Still, Williams is not a gambler and despite Freeze’s recruiting success in the current cycle — Auburn has the No. 7 class nationally, according to On3’s rankings — it’s going to take much more to dig out of the crater the Tigers tumbled into because of the recruiting clinkers of Gus Malzahn and especially Bryan Harsin.

 

The Saban factor

 

Saban is much more of a sure thing. He has developed an NCAA-record 44 first-round NFL draft picks at Alabama; Auburn has six in the same span.

Williams has done his research: “Alabama’s got the most first rounders since he’s been there and more wide receivers go in the first round,” he said.

Those would be Julio Jones, Amari Cooper, Calvin Ridley, Jameson Williams, Henry Ruggs, Jerry Jeudy, Jaylen Waddle and DeVonta Smith, an exclusive club Hollywood has the talent to join.

They all have another thing in common: quarterbacks who made them better.
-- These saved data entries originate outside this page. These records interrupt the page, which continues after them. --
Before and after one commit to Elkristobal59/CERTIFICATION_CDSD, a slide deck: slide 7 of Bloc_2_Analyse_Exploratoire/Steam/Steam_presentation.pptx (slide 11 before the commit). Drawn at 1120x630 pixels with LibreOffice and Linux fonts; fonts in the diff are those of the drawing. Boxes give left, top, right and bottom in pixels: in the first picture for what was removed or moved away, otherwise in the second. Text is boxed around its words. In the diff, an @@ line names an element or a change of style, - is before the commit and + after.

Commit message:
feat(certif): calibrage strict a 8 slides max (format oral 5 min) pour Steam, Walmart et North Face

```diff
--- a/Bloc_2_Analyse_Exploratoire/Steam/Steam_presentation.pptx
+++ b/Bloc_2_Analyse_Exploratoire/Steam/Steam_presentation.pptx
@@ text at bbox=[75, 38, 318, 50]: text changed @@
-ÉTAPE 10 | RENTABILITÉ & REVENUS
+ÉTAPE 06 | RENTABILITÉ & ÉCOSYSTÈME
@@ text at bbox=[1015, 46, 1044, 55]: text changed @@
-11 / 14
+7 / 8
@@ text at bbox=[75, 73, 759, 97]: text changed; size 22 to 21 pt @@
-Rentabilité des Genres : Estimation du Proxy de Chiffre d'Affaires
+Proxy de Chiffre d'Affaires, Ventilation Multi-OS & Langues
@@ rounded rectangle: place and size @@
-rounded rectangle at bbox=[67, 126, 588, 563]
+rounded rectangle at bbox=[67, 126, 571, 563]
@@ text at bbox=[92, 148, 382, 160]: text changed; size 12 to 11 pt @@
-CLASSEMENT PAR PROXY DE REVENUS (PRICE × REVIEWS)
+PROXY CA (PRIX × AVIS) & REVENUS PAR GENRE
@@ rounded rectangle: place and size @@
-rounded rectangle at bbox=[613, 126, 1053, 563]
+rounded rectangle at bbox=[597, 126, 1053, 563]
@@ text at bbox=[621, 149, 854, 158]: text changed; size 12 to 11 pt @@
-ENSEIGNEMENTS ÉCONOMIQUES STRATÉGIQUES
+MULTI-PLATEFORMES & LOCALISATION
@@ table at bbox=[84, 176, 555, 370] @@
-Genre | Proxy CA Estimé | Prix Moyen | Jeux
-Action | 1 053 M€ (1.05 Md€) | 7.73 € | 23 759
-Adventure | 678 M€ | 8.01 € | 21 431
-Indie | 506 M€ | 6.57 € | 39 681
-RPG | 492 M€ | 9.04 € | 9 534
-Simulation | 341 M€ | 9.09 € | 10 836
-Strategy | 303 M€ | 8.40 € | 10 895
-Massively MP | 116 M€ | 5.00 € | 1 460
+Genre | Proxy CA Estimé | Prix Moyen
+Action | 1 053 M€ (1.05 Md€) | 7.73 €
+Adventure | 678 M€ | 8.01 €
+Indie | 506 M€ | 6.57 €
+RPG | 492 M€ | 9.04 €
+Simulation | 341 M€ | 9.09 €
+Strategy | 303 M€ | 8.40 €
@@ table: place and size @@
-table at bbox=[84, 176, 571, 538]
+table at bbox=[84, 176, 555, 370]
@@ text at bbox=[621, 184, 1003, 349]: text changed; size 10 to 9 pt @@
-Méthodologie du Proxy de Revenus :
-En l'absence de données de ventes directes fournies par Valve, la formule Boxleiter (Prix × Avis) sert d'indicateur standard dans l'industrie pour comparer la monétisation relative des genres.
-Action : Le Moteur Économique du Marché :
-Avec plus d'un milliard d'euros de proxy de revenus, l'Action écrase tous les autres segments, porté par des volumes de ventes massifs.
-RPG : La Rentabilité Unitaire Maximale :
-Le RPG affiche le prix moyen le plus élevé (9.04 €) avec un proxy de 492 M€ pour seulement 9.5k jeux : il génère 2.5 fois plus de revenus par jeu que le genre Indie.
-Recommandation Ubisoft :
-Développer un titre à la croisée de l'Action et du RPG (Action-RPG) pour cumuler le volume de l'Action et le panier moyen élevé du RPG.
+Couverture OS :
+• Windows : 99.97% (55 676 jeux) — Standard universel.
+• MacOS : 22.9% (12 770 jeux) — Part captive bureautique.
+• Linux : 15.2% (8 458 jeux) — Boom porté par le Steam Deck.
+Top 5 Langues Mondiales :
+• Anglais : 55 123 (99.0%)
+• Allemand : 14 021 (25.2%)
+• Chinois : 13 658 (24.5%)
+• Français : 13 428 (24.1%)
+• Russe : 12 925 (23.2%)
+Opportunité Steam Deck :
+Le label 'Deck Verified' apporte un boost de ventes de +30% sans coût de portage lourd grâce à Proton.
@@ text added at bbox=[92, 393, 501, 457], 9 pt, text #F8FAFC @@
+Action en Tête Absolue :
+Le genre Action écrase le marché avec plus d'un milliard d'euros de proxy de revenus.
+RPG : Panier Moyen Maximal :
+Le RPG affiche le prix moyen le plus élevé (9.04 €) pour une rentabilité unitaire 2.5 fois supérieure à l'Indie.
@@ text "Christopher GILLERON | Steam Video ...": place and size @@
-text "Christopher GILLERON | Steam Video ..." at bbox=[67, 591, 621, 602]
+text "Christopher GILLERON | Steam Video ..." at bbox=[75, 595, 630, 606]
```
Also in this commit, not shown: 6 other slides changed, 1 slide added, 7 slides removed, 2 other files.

And Williams would have one such quarterback, at least as a freshman, in Jalen Oluwaseun Isaiah Milroe. Oluwaseun means “thank you God,” words he will no doubt utter if he gets to throw passes to Williams, especially the deep ball, which they both love.

Maybe they’ll even have a chance to do something with history weighing heavily on the ball, as it did in the final seconds of the Iron Bowl, when Milroe pulled up a chair waiting for Isaiah Bond to get open, then threw the Gravedigger pass to win the game, a play Williams personally saw unfold in Jordan-Hare Stadium.
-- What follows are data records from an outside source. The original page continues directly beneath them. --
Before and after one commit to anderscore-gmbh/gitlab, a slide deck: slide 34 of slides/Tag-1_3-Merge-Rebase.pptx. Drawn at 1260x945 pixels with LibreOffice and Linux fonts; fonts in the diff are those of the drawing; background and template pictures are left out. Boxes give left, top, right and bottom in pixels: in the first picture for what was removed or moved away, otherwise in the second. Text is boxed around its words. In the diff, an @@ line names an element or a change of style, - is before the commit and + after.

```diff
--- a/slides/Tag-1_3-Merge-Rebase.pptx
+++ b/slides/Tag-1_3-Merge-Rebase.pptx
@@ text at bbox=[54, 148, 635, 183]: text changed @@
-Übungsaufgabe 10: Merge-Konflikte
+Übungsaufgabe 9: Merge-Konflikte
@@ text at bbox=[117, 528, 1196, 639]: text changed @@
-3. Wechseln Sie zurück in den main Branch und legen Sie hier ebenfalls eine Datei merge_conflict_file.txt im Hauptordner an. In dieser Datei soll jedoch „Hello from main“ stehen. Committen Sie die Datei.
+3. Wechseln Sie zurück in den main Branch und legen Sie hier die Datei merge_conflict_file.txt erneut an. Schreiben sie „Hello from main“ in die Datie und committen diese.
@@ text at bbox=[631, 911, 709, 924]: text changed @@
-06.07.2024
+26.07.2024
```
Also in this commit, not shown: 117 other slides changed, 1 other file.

Milroe’s presence assures Williams of the quarterback skill and stability he values, the same as he’s had the last two years with K.J. Lacey at Saraland.

“Definitely,” Williams said. “Somebody’s got to get me the ball. I’m depending on somebody to do that.”

 

A telling Freeze frame

 

One could imagine Hollywood climbing his own tree to catch Milroe’s pass in the corner of the end zone to win the Iron Bowl. Hollywood himself could see it and also saw a telling Freeze frame afterward: Distraught Tigers fans consoled themselves with playing the Tide close and therein lies something which must be fixed. For almost its entire existence, beating Alabama has been the most important thing to Auburn; for the Tide, it’s winning national championships.

The Tigers haven’t been elite since the Pat Dye era. Elite teams win the national championship when they go undefeated and win a major bowl; Auburn did both in 2004 and finished second.

The Tigers can’t merely have success only when Alabama struggles. They must get on the same level, something Freeze realizes.

Doubt it? Since Paul “Bear” Bryant died, the Tide barely leads the series with Auburn 22-19 but has won seven national championships to the Tigers’ one during that same period. Tommy Tuberville won six straight Iron Bowls, better than Dye or Shug Jordan, but succeeded at least partly because Alabama was going through the tumult of Mike DuBose, Dennis Franchione, Mike Price and Mike Shula. Once Saban showed up, the dominance of the Bryant years began afresh.

Freeze may change that someday but possibly only over Saban’s dead or retired body. People have been saying for years Saban is ready to float his boat full time at his Georgia lake house, or at his Jupiter Island mansion, or pass the hours driving his Ferrari — but all that keeps happening is other SEC schools firing their coaches because they can’t win like he does.

Williams said last summer he and Saban discussed those rumors.

“He said he’s gonna be coaching until he croaks over and he’s got some time,” Williams said on a podcast.

Williams said he’s not sure he’ll have the time to make official visits to LSU, Georgia and Texas before February’s National Signing Day, as he originally planned.

They want Ryan too. But who does Ryan want?

“I’m going to enjoy the process but I’m definitely locked in,” he said.